Re: gcc 3.1 is still very slow, compared to 2.95.3
- From: law at redhat dot com
- To: jseward at acm dot org
- Cc: "David S. Miller" <davem at redhat dot com>, neil at daikokuya dot demon dot co dot uk, gcc at gcc dot gnu dot org, njn25 at cam dot ac dot uk
- Date: Sun, 19 May 2002 10:38:19 -0600
- Subject: Re: gcc 3.1 is still very slow, compared to 2.95.3
- Reply-to: law at redhat dot com
In message <3CE78FCF.5F0F7249@acm.org>, Julian Seward writes:
> "David S. Miller" wrote:
> > From: Neil Booth <firstname.lastname@example.org>
> > Date: Sun, 19 May 2002 08:07:03 +0100
> > Results John posted had memset very high on the list, so I suspect
> > someone is. I think every tree and rtx allocated is memset to
> > zero.
> > What overkill, it's clearing out one word.
> > When optimizing, GCC should turn that into an inline
> > store into the first word of the rtx though....
> > (Dave checks...)
> > Yes, it does optimize this, but into 3 byte stores.
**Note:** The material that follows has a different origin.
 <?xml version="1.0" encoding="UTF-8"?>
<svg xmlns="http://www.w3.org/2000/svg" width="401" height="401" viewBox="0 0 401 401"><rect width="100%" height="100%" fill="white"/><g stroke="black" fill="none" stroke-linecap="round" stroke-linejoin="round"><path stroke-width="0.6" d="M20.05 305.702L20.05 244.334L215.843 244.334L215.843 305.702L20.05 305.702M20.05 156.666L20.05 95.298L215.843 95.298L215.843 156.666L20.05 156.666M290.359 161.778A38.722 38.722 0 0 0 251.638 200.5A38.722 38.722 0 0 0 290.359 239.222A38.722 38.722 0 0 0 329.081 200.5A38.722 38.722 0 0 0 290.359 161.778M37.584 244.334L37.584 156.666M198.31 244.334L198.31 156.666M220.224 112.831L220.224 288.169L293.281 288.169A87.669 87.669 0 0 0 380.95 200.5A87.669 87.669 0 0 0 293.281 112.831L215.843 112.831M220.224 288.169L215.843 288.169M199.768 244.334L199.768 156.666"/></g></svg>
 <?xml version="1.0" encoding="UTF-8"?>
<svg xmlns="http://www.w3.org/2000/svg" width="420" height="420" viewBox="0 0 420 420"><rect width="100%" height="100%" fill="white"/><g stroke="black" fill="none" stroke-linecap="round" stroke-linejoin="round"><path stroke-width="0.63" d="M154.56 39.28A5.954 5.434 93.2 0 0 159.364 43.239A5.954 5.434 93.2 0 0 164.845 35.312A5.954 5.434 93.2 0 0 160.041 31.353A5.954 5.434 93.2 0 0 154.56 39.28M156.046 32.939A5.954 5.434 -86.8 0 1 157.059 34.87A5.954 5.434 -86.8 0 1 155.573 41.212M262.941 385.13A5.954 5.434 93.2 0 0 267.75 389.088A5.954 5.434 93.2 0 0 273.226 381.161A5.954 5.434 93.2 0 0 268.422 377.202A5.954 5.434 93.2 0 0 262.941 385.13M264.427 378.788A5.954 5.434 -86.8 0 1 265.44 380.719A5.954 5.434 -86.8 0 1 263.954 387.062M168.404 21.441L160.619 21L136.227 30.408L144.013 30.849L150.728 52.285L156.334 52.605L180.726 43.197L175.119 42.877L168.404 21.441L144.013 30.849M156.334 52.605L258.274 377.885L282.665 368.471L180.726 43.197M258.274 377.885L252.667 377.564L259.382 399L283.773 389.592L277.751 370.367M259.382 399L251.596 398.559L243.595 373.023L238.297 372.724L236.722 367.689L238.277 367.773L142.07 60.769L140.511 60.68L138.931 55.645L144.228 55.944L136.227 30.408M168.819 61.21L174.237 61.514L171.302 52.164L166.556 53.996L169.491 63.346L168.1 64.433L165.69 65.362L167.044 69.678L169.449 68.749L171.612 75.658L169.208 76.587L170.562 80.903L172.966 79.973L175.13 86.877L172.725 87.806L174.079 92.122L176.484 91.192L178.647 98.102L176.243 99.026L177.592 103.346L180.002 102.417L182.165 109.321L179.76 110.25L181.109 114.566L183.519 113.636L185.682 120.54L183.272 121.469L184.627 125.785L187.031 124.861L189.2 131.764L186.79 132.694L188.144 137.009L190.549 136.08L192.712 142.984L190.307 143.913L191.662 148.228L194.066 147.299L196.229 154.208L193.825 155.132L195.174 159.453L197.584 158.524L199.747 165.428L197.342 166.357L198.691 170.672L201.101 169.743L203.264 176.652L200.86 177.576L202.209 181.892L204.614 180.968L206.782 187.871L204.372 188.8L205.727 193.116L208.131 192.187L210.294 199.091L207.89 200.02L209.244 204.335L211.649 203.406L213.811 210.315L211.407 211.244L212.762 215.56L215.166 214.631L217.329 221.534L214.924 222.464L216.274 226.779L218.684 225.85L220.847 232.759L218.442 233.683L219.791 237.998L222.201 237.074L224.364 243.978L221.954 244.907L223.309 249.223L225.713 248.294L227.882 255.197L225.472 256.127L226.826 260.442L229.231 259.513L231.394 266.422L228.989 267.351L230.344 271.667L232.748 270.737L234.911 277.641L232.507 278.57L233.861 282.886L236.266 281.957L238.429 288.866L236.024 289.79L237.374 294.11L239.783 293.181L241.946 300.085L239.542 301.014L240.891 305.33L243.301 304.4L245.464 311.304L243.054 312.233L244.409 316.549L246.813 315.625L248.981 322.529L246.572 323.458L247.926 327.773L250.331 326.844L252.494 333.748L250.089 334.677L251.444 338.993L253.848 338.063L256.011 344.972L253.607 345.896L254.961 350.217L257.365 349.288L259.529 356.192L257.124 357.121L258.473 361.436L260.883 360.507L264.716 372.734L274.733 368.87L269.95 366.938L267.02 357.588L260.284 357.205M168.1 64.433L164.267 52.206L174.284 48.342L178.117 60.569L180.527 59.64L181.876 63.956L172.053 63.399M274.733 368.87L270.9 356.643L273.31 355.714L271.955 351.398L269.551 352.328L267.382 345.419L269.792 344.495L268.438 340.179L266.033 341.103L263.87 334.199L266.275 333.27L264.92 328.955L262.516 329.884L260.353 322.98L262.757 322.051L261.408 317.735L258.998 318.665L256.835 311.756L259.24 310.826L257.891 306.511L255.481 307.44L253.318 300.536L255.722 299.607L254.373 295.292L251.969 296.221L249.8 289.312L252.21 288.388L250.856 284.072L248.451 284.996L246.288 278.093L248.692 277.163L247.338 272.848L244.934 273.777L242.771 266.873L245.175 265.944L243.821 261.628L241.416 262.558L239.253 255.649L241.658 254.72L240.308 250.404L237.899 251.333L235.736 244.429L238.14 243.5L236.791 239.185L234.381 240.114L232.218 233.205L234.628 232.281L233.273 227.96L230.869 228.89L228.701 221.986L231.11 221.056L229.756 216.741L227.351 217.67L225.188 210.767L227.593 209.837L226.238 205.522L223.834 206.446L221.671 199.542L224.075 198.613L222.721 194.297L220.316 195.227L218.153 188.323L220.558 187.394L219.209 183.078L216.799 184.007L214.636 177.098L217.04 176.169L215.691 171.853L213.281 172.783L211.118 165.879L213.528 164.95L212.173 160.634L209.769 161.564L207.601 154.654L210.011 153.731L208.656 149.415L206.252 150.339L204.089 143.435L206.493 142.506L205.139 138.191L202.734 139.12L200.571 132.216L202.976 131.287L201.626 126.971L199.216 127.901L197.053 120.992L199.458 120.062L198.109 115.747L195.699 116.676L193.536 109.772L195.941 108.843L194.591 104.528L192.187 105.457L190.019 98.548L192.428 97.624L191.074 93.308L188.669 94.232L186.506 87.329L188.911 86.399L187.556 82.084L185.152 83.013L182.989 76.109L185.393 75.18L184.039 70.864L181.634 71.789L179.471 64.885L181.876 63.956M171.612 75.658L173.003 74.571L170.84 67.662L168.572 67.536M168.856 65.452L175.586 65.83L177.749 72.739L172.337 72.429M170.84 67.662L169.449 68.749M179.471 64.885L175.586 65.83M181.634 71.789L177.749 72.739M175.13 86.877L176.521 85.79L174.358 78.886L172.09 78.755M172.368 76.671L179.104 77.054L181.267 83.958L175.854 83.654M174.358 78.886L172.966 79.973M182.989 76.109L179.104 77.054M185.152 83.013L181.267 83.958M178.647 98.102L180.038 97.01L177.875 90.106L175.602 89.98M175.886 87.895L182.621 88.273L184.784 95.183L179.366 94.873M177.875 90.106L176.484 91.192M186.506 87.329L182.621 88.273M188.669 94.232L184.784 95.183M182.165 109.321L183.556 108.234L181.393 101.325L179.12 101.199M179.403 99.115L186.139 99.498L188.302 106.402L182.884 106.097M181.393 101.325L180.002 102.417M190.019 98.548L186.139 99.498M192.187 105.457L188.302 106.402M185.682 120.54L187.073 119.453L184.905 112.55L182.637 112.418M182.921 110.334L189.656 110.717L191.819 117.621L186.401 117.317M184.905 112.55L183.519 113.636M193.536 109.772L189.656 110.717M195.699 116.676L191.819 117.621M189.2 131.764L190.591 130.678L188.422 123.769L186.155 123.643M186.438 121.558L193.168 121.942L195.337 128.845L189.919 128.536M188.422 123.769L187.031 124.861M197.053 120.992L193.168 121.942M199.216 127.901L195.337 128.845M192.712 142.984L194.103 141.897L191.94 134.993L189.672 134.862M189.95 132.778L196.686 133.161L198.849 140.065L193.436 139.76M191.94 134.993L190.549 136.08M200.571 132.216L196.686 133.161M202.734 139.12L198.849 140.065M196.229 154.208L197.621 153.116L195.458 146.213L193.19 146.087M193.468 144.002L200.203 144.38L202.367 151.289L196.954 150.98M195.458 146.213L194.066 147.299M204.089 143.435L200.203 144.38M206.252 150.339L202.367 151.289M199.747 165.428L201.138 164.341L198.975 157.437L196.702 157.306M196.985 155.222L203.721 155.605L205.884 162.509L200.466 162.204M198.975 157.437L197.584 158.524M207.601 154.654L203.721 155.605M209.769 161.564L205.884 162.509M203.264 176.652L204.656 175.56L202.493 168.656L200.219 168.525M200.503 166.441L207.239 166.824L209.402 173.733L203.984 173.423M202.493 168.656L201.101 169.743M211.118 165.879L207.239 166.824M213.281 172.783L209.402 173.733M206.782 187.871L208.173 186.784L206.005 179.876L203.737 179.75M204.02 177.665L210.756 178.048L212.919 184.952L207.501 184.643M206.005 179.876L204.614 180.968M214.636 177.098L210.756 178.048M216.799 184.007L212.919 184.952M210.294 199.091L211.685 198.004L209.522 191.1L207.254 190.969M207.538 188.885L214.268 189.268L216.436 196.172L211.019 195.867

One of
> > which overlaps with the PUT_CODE (rt, code) rtx_alloc does.
> > :-(
> > On Sparc this is:
> > stb %g0, [%rt + 1]
> > sth code, [%rt]
> > stb %g0, [%rt + 2]
> > stb %g0, [%rt + 3]
> > When it should be optimized into:
> > sth code, [%rt]
> > sth %g0, [%rt + 2]
> Sure, fixing this might reduce your insn count, but my point was
> it's killing you with L1 w misses. Can you skip the initialisation?
I don't think it can be easily skipped, though we may be able to reduce
the amount of memory traffic if we expose more of the internals of the
rtx_def structure to rtx_alloc.
Right now we have:
memset (rt, 0, sizeof (struct rtx_def) - sizeof (rtunion));
We could to do something like this, but unfortunately you can't take the
address of a bitfield:
memset (&rt->mode, 0, &rt->fld - &rt->mode);
We could do something like:
memset (((char *)rt)+2, 0, 2);
But that really exposes too much detail about the structure as well as the
host system. The trick is to find something that is reasonably portable
which allows us to initialize just the mode and various flags (all encoded
as bitfields) within that structure.
> How many of those words will get dragged into L1 D and then never
> read or written again?
Probably none. We're basically initializing the mode and a bunch of flag
bits. Both of which are highly likely to be read/written again later.
> Is this something that 2.95.3 also does, but 3.1's multiple allocation
> areas makes much worse?
The 2.95.3 code for the initialization is basically the same. 2.8 code is
somewhat different, but violates ANSI/ISO aliasing rules and can result in
incorrect code due to those violations.